Table 1 DNA vaccines for infectious diseases of Veterinary importance

Bovines

Genetic immunization approach against bacterial diseases of bovines offers attractive possibilities for rapid and effective vaccine development. Against brucellosis, an IM administered L7/L12 gene has been reported to result in intracellular expression of the immunodominant L7/L12 protein (Kurar and Splitter 1997).

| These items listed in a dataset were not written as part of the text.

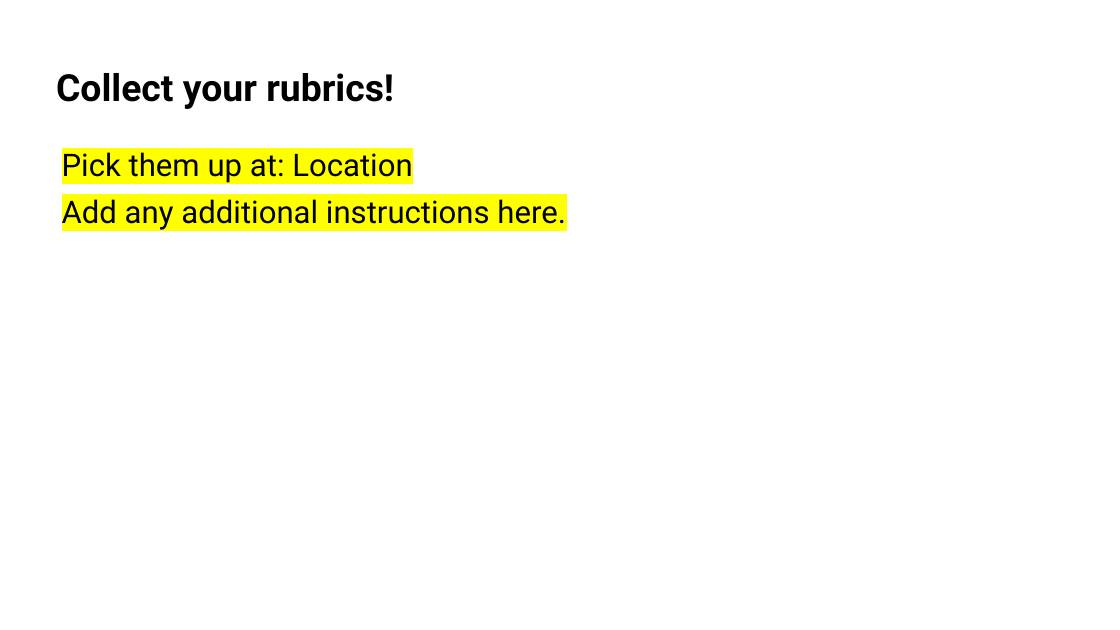
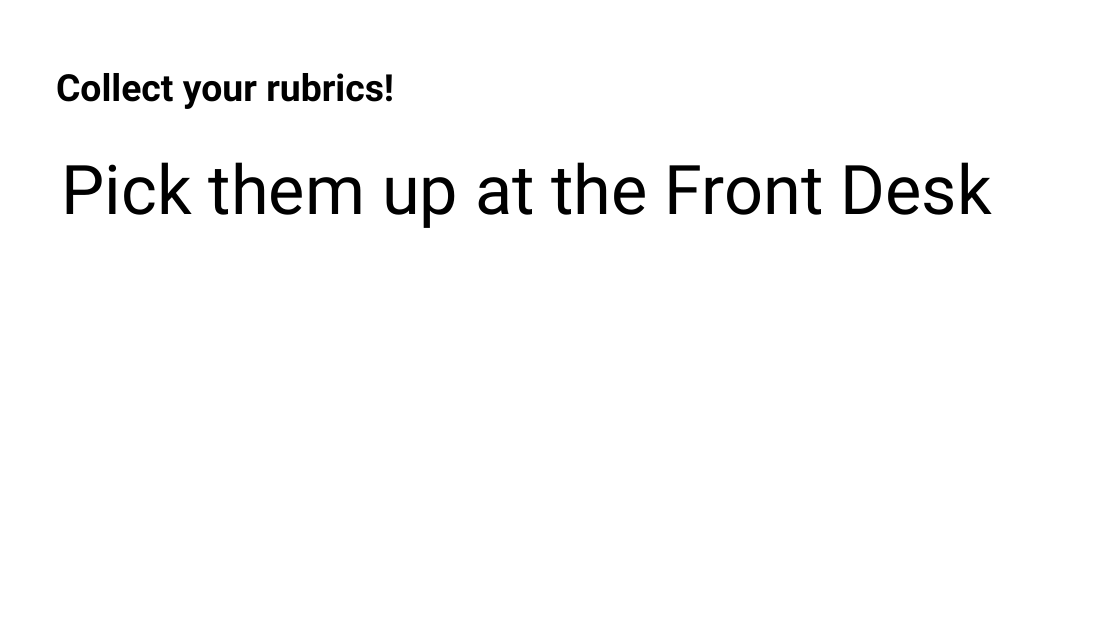
Before and after one commit to bpmerkel/FLLSlides, a slide deck: slide 43 of Api/Templates/Awards Ceremony - Full.pptx (slide 41 before the commit). Drawn at 1120x630 pixels with LibreOffice and Linux fonts; fonts in the diff are those of the drawing; background and template pictures are left out. Boxes give left, top, right and bottom in pixels: in the first picture for what was removed or moved away, otherwise in the second. Text is boxed around its words. In the diff, an @@ line names an element or a change of style, - is before the commit and + after.

```diff
--- a/Api/Templates/Awards Ceremony - Full.pptx
+++ b/Api/Templates/Awards Ceremony - Full.pptx
@@ text at <box>62,162,992,228</box>: text changed; size 20 to 44 pt @@
-Pick them up at: Location
-Add any additional instructions here.
+Pick them up at the Front Desk
```
Also in this commit, not shown: 3 other slides changed, 3 slides added, 1 slide removed, 1 other file.
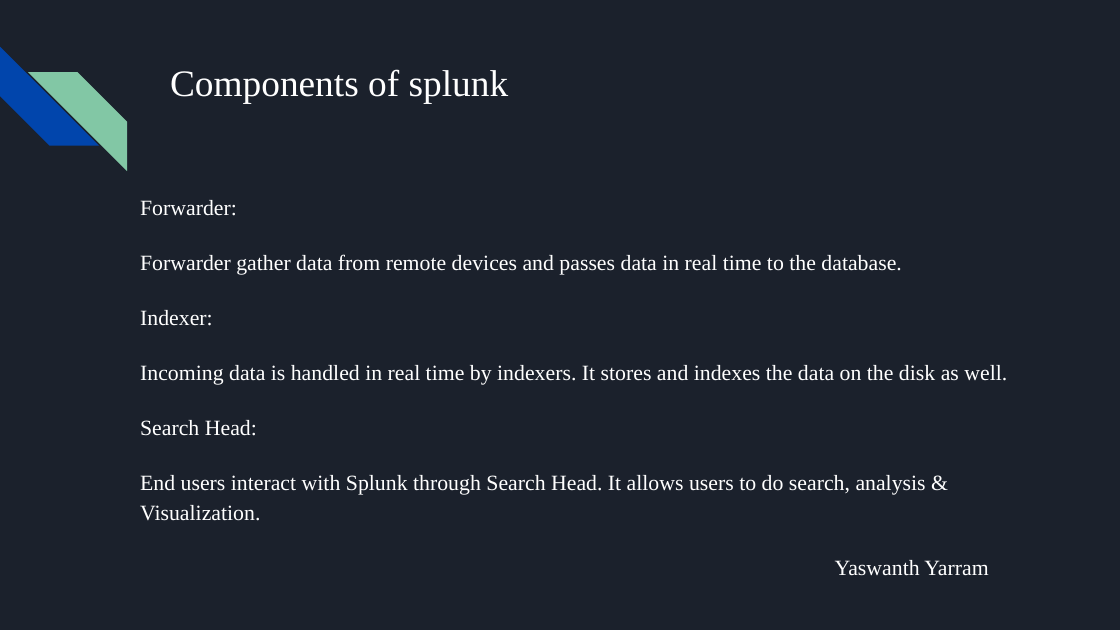
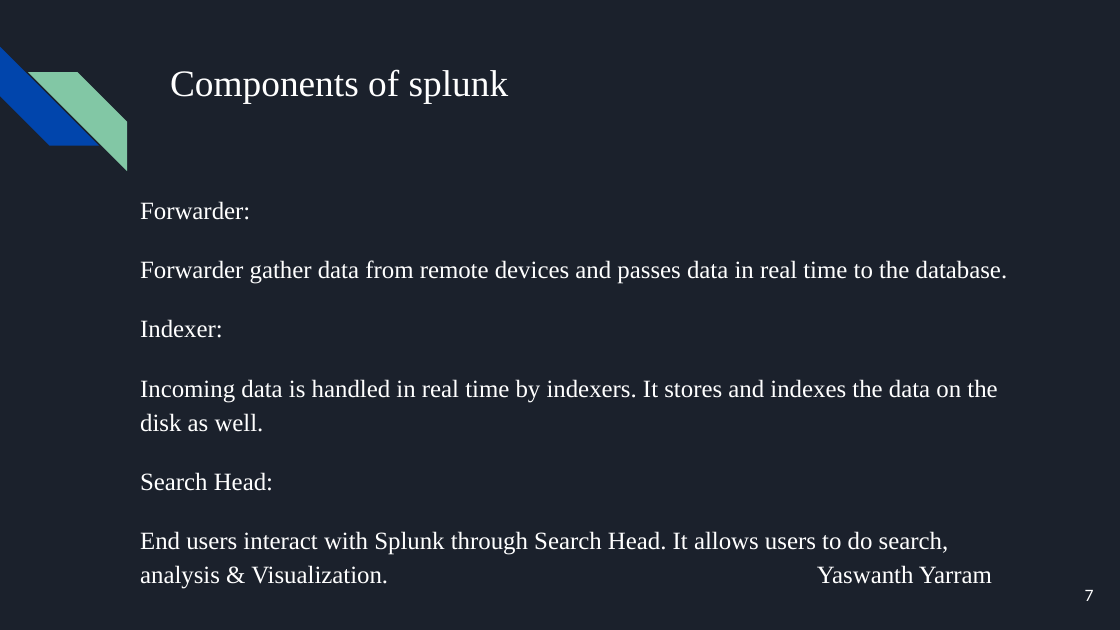
Before and after one commit to VSMDURGAPRASAD/splunk-project, a slide deck: slide 7 of docs/Splunk.pptx. Drawn at 1120x630 pixels with LibreOffice and Linux fonts; fonts in the diff are those of the drawing. Boxes give left, top, right and bottom in pixels: in the first picture for what was removed or moved away, otherwise in the second. Text is boxed around its words. In the diff, an @@ line names an element or a change of style, - is before the commit and + after.

Commit message:
Updated slides with Page alienation and Formatting

```diff
--- a/docs/Splunk.pptx
+++ b/docs/Splunk.pptx
@@ text at box(140, 201, 1008, 491): size 14 to 16 pt in "Forwarder:", "Forwarder gather data from remote devices and ...", "Indexer:", "Incoming data is handled in real time ..." and 1 more places @@
@@ text at box(140, 531, 992, 589): text changed; size 14 to 16 pt @@
-End users interact with Splunk through Search Head. It allows users to do search, analysis & Visualization.
-Yaswanth Yarram
+End users interact with Splunk through Search Head. It allows users to do search, analysis & Visualization. Yaswanth Yarram
@@ page number added at box(1085, 590, 1094, 601), 10 pt, text #FFFFFF @@
+7
```
Also in this commit, not shown: 17 other slides changed.

Brucella abortus glyceraldehyde-3-phosphate-dehydrogenase (GDPH), a T and B cell reactive protein, which could induce partial protection when co-administered with IL-12; and the copper-zinc super oxide dismutase (SOD) antigen of B. abortus has also been utilized for the generation of an effective DNA vaccine (Rivers et al. 2006). Against mycobacterial infections in cattle, Huygen (2003) has explained the utility and feasibility of the DNA vaccine approaches. DNA vaccine based on Myobacterium bovis protein MPB-83 when tested in mice has shown to elicit protective immune responses (Chambers et al. 2000). The use of co-stimulatory molecule CD 154 along with ESAT-6 gene has been suggested to enhance the immunogenic properties of mycobacterial DNA vaccines. Further, M. bovis Ag85B gene has been found suitable while incorporating in plasmid vector due to its ability to induce a Th1 type of immune response (Teixeira et al. 2006). Aside to this, recently, DNA vaccines used in combination with Bacillus Calmette Guerin (BCG) elicited superior protection during challenge studies (Cai et al. 2006). For the control of staphylococcal mastitis in bovines, clumping factor A (ClfA) or fibronectin binding protein (FnBP) genes of S. aureus are considered while developing DNA vaccines. However, a DNA vaccine comprising of ClfA gene alone, could induce sufficient protection against S. aureus infection (Nour El-Din et al. 2006; Dhama et al. 2007).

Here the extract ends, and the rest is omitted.